On Thu, Mar 14, 2024, Sean Christopherson wrote:
> +Alex, who is looking at the huge-VM_PFNMAP angle in particular.

Oof, *Axel*.  Sorry Axel.

> On Thu, Mar 14, 2024, Sean Christopherson wrote:
> > -Christ{oph,ian} to avoid creating more noise...
> > 
> > On Thu, Mar 14, 2024, David Stevens wrote:
> > > Because of that, the specific type of pfns that don't work right now are
> > > pfn_valid() && !PG_Reserved && !page_ref_count() - what I called the
> > > non-refcounted pages in a bad choice of words. If that's correct, then
> > > perhaps this series should go a little bit further in modifying
> > > hva_to_pfn_remapped, but it isn't fundamentally wrong.
> > 
> > Loosely related to all of this, I have a mildly ambitious idea.  Well, one mildly
> > ambitious idea, and one crazy ambitious idea.  Crazy ambitious idea first...
> > 
> > Something we (GCE side of Google) have been eyeballing is adding support for huge
> > VM_PFNMAP memory, e.g. for mapping large amounts of device (a.k.a. GPU) memory
> > into guests using hugepages.  One of the hiccups is that follow_pte() doesn't play
> > nice with hugepages, at all, e.g. even has a "VM_BUG_ON(pmd_trans_huge(*pmd))".
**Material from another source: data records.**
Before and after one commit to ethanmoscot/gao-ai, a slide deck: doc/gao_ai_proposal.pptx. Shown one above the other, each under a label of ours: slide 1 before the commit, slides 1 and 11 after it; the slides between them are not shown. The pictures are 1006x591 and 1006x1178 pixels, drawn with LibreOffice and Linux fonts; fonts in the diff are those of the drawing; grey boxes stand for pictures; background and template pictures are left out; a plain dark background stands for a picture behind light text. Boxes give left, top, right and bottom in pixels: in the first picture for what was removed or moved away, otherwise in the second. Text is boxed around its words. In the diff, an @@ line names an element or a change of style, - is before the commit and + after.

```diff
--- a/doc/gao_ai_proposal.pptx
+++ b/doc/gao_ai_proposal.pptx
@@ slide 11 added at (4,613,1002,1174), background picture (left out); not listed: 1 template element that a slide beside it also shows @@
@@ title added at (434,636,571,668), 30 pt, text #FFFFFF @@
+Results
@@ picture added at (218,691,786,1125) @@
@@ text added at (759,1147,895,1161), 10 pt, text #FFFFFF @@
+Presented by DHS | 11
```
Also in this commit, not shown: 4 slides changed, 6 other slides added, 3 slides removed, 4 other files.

> > Teaching follow_pte() to play nice with hugepage probably is doing, but making
> > sure all existing users are aware, maybe not so much.
> > 
> > My first (half baked, crazy ambitious) idea is to move away from follow_pte() and
> > get_user_page_fast_only() for mmu_notifier-aware lookups, i.e. that don't need
> > to grab references, and replace them with a new converged API that locklessly walks
> > host userspace page tables, and grabs the hugepage size along the way, e.g. so that
> > arch code wouldn't have to do a second walk of the page tables just to get the
> > hugepage size.
> > 
> > In other words, for the common case (mmu_notifier integration, no reference needed),
> > route hva_to_pfn_fast() into the new API and walk the userspace page tables (probably
> > only for write faults, to avoid CoW compliciations) before doing anything else.
> > 
> > Uses of hva_to_pfn() that need to get a reference to the struct page couldn't be
> > converted, e.g. when stuffing physical addresses into the VMCS for nested virtualization.
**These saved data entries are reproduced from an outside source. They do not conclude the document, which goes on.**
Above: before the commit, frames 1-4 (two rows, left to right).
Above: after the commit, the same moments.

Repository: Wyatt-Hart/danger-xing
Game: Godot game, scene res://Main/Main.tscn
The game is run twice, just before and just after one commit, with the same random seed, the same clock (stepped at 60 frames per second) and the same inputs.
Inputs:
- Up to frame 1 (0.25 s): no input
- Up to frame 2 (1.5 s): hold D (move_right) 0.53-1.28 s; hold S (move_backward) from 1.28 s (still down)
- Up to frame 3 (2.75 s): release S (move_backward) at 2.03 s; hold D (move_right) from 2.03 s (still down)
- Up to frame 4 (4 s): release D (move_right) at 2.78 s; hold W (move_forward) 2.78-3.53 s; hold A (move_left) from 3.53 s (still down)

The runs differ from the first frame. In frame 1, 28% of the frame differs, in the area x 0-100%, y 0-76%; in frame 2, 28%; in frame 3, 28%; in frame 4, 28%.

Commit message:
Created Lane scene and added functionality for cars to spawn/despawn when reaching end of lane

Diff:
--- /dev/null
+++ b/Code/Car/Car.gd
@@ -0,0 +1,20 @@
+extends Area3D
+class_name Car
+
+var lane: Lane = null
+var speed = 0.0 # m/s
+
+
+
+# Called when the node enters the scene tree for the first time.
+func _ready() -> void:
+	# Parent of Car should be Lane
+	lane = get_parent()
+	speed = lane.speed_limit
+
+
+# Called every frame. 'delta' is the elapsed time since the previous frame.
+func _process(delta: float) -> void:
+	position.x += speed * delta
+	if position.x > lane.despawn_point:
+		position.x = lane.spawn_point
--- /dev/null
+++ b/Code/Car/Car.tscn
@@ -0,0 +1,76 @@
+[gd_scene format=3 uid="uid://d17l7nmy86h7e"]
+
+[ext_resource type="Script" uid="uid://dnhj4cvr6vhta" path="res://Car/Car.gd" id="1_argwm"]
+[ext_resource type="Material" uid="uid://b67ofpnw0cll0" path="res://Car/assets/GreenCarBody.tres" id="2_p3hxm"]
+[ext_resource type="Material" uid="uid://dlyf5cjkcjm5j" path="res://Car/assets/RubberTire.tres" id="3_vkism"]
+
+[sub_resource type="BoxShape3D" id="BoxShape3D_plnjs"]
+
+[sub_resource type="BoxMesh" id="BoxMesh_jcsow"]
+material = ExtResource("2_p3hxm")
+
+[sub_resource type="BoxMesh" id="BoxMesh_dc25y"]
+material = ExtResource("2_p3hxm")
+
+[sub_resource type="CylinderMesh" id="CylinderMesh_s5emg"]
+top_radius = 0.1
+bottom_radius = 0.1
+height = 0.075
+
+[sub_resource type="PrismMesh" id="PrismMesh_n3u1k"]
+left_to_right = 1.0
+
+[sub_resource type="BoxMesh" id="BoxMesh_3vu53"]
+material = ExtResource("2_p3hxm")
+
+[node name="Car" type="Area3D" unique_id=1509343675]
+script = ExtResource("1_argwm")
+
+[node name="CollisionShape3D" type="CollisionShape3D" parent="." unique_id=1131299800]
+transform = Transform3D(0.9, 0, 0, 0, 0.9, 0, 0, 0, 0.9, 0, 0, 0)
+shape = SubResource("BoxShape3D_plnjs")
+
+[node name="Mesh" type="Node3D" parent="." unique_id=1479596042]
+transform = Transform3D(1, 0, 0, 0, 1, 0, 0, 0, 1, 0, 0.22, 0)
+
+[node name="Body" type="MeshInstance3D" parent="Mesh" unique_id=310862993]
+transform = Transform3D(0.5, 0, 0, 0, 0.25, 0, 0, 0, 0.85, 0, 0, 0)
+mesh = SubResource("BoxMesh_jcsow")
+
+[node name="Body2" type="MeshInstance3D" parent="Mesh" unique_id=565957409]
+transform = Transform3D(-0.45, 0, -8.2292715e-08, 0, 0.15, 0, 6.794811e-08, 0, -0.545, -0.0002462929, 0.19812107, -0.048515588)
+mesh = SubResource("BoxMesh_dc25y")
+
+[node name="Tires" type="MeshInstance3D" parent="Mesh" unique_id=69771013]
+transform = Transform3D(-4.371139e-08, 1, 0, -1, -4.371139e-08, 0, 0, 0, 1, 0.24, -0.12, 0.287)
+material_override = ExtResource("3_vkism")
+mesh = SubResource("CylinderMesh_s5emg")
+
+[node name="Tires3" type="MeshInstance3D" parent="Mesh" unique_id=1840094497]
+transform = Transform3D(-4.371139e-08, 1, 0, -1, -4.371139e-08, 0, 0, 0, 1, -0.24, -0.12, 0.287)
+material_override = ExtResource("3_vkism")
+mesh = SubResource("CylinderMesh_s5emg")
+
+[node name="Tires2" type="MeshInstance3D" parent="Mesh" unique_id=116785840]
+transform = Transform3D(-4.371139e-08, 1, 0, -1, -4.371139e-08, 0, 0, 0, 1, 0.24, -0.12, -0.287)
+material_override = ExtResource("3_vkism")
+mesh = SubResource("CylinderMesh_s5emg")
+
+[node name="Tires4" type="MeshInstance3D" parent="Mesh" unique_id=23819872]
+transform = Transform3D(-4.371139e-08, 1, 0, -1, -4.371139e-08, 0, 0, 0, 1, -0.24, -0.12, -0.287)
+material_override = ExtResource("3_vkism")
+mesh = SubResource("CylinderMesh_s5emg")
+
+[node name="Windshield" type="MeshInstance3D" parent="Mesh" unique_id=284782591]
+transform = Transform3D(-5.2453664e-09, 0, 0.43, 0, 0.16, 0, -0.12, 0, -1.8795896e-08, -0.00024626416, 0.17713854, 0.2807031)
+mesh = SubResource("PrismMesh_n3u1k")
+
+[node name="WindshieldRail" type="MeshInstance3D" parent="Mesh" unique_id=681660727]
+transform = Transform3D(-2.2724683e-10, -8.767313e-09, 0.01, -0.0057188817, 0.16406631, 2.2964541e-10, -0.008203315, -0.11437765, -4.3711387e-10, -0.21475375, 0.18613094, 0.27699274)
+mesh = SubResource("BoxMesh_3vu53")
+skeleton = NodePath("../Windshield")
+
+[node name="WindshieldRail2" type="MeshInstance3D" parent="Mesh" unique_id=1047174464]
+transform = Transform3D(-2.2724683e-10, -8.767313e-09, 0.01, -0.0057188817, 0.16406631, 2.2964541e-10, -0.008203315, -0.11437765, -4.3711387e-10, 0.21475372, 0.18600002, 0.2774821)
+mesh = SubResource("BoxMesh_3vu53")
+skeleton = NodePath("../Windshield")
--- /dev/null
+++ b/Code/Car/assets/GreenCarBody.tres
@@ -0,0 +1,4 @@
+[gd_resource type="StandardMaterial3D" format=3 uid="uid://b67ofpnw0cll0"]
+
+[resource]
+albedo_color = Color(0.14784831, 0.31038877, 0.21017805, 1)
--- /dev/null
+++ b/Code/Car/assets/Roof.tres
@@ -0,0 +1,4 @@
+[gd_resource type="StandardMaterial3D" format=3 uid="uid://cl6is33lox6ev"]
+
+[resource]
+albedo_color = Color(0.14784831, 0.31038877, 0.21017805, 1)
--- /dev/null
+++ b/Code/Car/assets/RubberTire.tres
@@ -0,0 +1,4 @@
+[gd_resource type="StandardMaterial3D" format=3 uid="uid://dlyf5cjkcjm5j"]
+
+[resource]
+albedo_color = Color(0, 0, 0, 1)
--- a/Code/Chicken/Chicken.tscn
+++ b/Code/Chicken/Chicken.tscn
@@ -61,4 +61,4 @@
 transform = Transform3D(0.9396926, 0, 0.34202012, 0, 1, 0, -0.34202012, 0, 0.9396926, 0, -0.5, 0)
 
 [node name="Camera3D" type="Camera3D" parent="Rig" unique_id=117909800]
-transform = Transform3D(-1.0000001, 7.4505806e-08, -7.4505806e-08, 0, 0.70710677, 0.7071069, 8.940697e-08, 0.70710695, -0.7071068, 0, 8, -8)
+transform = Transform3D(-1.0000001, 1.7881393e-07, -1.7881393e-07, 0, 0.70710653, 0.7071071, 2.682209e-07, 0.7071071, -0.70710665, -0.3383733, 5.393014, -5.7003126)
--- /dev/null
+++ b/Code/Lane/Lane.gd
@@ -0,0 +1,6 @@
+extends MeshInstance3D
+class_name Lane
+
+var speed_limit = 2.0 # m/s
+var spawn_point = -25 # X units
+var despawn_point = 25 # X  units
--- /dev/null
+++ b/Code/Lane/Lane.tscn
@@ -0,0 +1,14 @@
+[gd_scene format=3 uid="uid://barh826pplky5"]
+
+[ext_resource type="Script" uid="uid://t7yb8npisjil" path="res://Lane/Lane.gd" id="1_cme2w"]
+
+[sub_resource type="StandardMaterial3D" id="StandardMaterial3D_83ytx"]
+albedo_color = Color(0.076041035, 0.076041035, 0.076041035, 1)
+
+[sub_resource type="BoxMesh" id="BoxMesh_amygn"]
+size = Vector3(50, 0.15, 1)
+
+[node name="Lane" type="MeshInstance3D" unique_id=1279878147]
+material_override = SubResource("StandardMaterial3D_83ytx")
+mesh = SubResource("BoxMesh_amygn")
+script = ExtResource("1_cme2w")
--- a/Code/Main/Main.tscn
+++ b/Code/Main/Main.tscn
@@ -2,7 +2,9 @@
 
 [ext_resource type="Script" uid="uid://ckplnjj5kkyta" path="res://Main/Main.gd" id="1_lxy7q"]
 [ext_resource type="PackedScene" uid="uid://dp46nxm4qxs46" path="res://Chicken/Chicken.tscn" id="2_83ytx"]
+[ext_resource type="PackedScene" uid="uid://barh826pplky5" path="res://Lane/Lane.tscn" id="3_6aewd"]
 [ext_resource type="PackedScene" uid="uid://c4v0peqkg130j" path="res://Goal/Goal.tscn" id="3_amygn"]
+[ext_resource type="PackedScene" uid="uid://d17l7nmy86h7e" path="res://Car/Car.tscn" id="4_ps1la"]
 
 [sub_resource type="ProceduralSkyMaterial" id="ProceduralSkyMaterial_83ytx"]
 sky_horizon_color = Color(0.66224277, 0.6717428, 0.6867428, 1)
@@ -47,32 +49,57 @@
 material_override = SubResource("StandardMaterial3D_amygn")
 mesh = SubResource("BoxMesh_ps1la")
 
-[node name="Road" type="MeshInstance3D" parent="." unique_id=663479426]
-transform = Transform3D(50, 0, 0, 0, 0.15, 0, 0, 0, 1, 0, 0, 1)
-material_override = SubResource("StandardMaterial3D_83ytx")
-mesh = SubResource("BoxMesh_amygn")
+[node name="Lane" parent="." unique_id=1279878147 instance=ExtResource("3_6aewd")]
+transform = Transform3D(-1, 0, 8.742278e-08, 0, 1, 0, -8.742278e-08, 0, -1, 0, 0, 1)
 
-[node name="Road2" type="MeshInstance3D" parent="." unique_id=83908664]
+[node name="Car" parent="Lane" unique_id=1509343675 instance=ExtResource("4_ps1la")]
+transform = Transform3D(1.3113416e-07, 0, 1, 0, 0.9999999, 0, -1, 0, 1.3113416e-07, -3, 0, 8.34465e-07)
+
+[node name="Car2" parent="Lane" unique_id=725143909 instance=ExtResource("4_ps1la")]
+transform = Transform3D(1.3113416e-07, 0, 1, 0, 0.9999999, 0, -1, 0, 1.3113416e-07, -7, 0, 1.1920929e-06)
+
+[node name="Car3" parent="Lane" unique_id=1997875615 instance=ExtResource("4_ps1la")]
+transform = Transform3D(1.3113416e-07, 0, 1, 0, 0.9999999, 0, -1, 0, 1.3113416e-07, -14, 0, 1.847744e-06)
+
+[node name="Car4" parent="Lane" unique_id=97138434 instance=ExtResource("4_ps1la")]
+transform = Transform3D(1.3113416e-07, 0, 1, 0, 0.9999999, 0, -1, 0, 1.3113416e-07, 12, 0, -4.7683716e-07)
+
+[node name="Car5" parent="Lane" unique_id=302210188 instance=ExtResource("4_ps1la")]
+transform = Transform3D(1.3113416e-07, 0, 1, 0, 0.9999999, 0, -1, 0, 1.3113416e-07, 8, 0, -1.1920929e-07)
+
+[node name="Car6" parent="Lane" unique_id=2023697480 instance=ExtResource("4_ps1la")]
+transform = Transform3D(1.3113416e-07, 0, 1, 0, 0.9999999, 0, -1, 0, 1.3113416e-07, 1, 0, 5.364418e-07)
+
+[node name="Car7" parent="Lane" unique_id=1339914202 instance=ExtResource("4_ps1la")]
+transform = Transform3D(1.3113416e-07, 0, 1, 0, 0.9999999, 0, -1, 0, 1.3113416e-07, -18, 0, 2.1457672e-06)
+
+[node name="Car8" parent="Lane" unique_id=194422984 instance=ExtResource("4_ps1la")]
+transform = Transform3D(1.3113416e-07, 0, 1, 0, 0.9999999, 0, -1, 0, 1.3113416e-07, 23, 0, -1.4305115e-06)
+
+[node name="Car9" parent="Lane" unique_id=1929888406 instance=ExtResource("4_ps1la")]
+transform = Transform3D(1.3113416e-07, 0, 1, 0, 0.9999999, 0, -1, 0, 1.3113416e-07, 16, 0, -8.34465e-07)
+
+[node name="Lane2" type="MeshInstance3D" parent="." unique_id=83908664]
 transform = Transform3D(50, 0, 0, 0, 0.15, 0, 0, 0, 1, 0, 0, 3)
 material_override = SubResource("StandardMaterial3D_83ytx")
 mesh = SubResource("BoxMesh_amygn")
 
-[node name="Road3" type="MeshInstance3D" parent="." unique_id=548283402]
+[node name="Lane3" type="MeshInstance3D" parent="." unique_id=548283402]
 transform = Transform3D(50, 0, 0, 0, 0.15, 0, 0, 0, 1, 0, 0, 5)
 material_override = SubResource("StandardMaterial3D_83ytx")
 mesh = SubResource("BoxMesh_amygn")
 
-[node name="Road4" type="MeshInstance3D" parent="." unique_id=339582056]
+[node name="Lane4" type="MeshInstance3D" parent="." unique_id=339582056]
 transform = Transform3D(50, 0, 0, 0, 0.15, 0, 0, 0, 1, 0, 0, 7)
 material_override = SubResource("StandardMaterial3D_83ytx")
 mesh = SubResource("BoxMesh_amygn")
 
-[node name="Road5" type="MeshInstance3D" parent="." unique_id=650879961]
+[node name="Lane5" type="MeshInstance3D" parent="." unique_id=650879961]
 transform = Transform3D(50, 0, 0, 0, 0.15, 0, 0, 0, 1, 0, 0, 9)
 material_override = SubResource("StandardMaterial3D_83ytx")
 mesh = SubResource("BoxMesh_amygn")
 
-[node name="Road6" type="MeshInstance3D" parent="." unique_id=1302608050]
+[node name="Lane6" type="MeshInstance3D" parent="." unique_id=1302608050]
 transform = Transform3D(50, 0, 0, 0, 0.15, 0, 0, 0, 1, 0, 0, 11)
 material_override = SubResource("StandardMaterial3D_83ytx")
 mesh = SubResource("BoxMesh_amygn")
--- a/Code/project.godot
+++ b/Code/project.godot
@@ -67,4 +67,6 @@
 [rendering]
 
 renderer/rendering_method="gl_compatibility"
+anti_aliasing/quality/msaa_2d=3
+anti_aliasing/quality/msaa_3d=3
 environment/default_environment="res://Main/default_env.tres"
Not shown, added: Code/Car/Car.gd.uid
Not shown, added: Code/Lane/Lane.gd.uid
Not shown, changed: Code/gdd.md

> > But for everything else, grabbing a reference is a non-goal, i.e. actually "getting"
> > a user page is wasted effort and actively gets in the way.
> > 
> > I was initially hoping we could go super simple and use something like x86's
> > host_pfn_mapping_level(), but there are too many edge cases in gup() that need to
> > be respected, e.g. to avoid mapping memfd_secret pages into KVM guests.  I.e. the
> > API would need to be a formal mm-owned thing, not some homebrewed KVM implementation.
> > 
> > I can't tell if the payoff would be big enough to justify the effort involved, i.e.
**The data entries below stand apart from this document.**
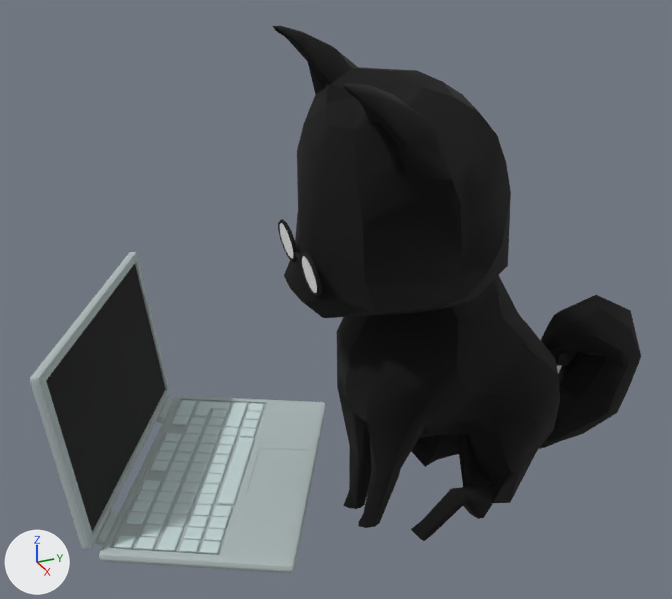
One commit to the OBJ model ChiBaApp/app/src/main/assets/models/computerWorkGlasses/computerWorkGlasses_frame1.obj: the scene before it, then after it.
Before and after are seen from a 50 mm lens placed at (11.14, -7.43, 9.57), pointed at (-1.4, -1.79, 3.3). Arrows for +X, +Y and +Z are at lower left; the lights stay in place. Where no turn or scale is listed for an object, it has been applied to the vertices.

Objects in the first picture: 'computerWorkGlasses_frame1'.
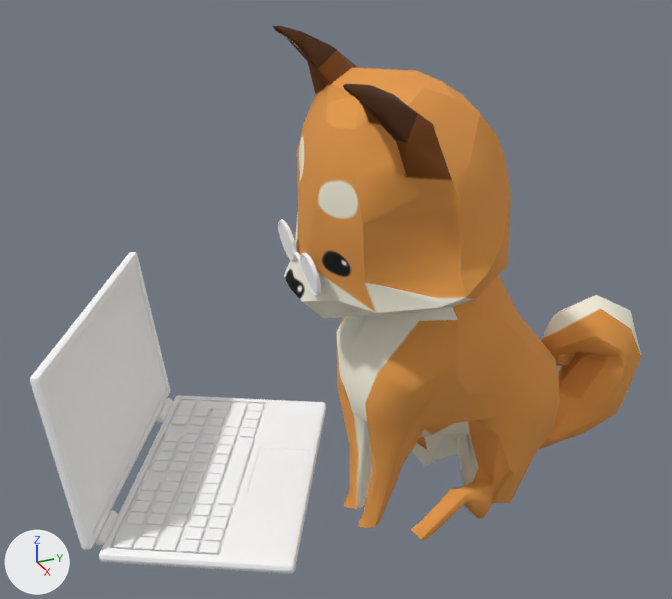
What differs and where, as boxes (x1, y1, x2, y2) in the pictures (672 x 599 px):
'computerWorkGlasses_frame1', surface changed, recoloured: (30, 26, 641, 573) in both

What the commit changed:
Picture 'chibaAllTextures.jpg' (img_chibaalltextures_jpg) is new.
In material 'Sitting:newRigging:lambert2SG' (mat_sitting_newrigging_lambert2sg), base_color is no longer (0.0, 0.0, 0.0), black #000000.
In material 'Sitting:newRigging:lambert2SG' (mat_sitting_newrigging_lambert2sg), texture is now set to img_chibaalltextures_jpg.
Material 'Computer:phong3SG' (mat_computer_phong3sg) changes colour from grey #afbcbc to white #ffffff; in linear values from (0.43, 0.5, 0.5) to (1.0, 1.0, 1.0).
Material 'Computer:phong1SG' (mat_computer_phong1sg) changes colour from black #000000 to white #ffffff; in linear values from (0.0, 0.0, 0.0) to (1.0, 1.0, 1.0).
Material 'Computer:phong2SG' (mat_computer_phong2sg) changes colour from grey #afbcbc to white #ffffff; in linear values from (0.43, 0.5, 0.5) to (1.0, 1.0, 1.0).
Material 'Computer:phong4SG' (mat_computer_phong4sg) changes colour from light grey #c8dbdb to white #ffffff; in linear values from (0.58, 0.71, 0.71) to (1.0, 1.0, 1.0).
Material 'StudyBrille:phong1SG' (mat_studybrille_phong1sg) changes colour from black #000000 to white #ffffff; in linear values from (0.0, 0.0, 0.0) to (1.0, 1.0, 1.0).

> > having a single unified API for grabbing PFNs from the primary MMU might just be a
> > pie-in-the-sky type idea.
> > 
> > My second, less ambitious idea: the previously linked LWN[*] article about the
> > writeback issues reminded me of something that has bugged me for a long time.  IIUC,
> > getting a writable mapping from the primary MMU marks the page/folio dirty, and that
> > page/folio stays dirty until the data is written back and the mapping is made read-only.
> > And because KVM is tapped into the mmu_notifiers, KVM will be notified *before* the
> > RW=>RO conversion completes, i.e. before the page/folio is marked clean.
> > 
> > I _think_ that means that calling kvm_set_page_dirty() when zapping a SPTE (or
> > dropping any mmu_notifier-aware mapping) is completely unnecessary.  If that is the
> > case, _and_ we can weasel our way out of calling kvm_set_page_accessed() too, then
> > with FOLL_GET plumbed into hva_to_pfn(), we can:
> > 
> >   - Drop kvm_{set,release}_pfn_{accessed,dirty}(), because all callers of hva_to_pfn()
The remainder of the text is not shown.